Abstract
Introduction
Patients with Parkinson disease (PD) are unable to generate adequate amplitude of movement and maintain internal gait rhythm because of a dopaminergic deficiency in the nigrostriatal pathway. 1 This results in an abnormal gait pattern characterized by reduced gait speed, shortened stride length, and a longer double-limb support phase. 2 Despite optimal medical and surgical therapies, patients with PD develop progressive gait disturbances and disability.2-4 Therefore, improving walking ability is a primary goal in PD rehabilitation. 5
Physiotherapy (PT) aimed at enabling patients to maintain their maximum level of activity and independence is often prescribed, 6 but with the exception of rhythmic cueing strategies, 7 treatments for gait have modest benefit. 6 Electromechanical devices and treadmill training (TT) may improve walking ability in PD.8,9 Animal models of PD suggested that training programs based on exercise may increase neuroprotection and neurorestoration. 10
As to the issue of motor learning, sequential movements such as walking are acquired through a process of implicit learning becoming automatic with practice.11,12 In PD, implicit learning impairment emerges with progression of the disease, whereas explicit learning is impaired in the early stage of illness as a consequence of early deficits in attention and working memory. 12 Task-specific paradigms may improve the retention of motor skill learning in adults with PD. 13 Miyai and colleagues evaluated the short- and long-term effects of a 4-week body weight–supported TT in patients with PD, reporting greater improvements in motor performance and walking ability compared with conventional PT.14,15 In addition, TT without body weight support has been reported to better improve walking ability, lower-extremity tasks, and dynamic balance than conventional PT in PD8,16,17 even after a single session. 5 Moreover, it has been observed that specific exercise programs based on incremental speed-dependent TT may improve walking ability and reduce postural instability in PD. 18
A pilot study that aimed to evaluate the potential effects of TT with robot assistance on reducing of freezing of gait (FOG) reported promising results for FOG symptoms and walking ability. 19 To date, no randomized controlled trial (RCT) has been carried out to primarily analyze the effects of robot-assisted gait training (RAGT) on walking ability in people with PD.

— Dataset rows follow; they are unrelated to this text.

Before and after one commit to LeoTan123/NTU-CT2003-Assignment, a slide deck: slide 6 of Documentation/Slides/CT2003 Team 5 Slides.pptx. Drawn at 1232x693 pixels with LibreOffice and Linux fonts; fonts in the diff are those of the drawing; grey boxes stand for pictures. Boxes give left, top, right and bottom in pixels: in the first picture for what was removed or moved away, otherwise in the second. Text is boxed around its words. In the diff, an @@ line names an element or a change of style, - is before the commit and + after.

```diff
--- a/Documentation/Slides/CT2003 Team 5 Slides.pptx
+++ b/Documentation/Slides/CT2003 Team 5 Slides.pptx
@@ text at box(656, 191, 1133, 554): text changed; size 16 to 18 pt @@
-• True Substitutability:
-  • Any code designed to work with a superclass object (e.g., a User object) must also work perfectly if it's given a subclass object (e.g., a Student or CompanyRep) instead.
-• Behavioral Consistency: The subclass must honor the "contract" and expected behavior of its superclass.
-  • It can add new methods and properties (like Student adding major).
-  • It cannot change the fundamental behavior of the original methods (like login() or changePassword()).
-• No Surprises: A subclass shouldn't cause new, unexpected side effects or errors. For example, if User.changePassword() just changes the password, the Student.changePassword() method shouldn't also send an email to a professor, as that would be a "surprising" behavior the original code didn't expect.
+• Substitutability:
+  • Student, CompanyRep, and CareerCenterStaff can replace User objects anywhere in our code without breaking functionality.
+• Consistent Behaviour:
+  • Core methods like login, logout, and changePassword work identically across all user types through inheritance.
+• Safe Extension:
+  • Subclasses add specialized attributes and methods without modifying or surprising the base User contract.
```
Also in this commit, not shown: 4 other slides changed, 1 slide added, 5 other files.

The main aim of this RCT was to evaluate whether a rehabilitation program consisting of RAGT could be more effective than a conventional PT program for improving walking ability (ie, gait speed and walking capacity) in patients with PD. The secondary aim was to examine how RAGT could influence spatiotemporal gait parameters and whether this could have a positive impact on fatigue and severity of disease in PD.
Methods
This RCT was performed in the Neurological Rehabilitation Unit of the Azienda Ospedaliera-Universitaria Integrata of Verona, Italy. Inclusion criteria were confirmed idiopathic PD, Hoehn and Yahr stage of 2.5 or 3, 20 and Mini-Mental State Examination score >23. 21 Exclusion criteria were severe dyskinesias or “on-off” phases, change of PD medication during the study, deficits of somatic sensation in the lower limbs, vestibular disorders or paroxysmal vertigo, other neurological or orthopedic conditions involving the lower limbs, and cardiovascular comorbidity.
All participants were outpatients and gave their informed consent for participation in the study. The study was carried out according to the Declaration of Helsinki and was approved by the local ethics committee.
Prior to testing, participants were divided into 2 groups according to a simple randomization scheme 22 using a randomization list locked in a desk drawer accessible only to the principal investigator. During the study, participants were instructed to take their PD medications regularly and were tested and trained 1 to 2.5 hours after taking their morning dose. Participants did not perform any type of rehabilitation in the 3 months before the study nor did they undergo any form of PT other than that scheduled in the study protocol.
Treatment Procedures
Each patient underwent a training program consisting of twelve 45-minute sessions (including rest periods), 3 days a week (Monday, Wednesday, and Friday) for 4 consecutive weeks.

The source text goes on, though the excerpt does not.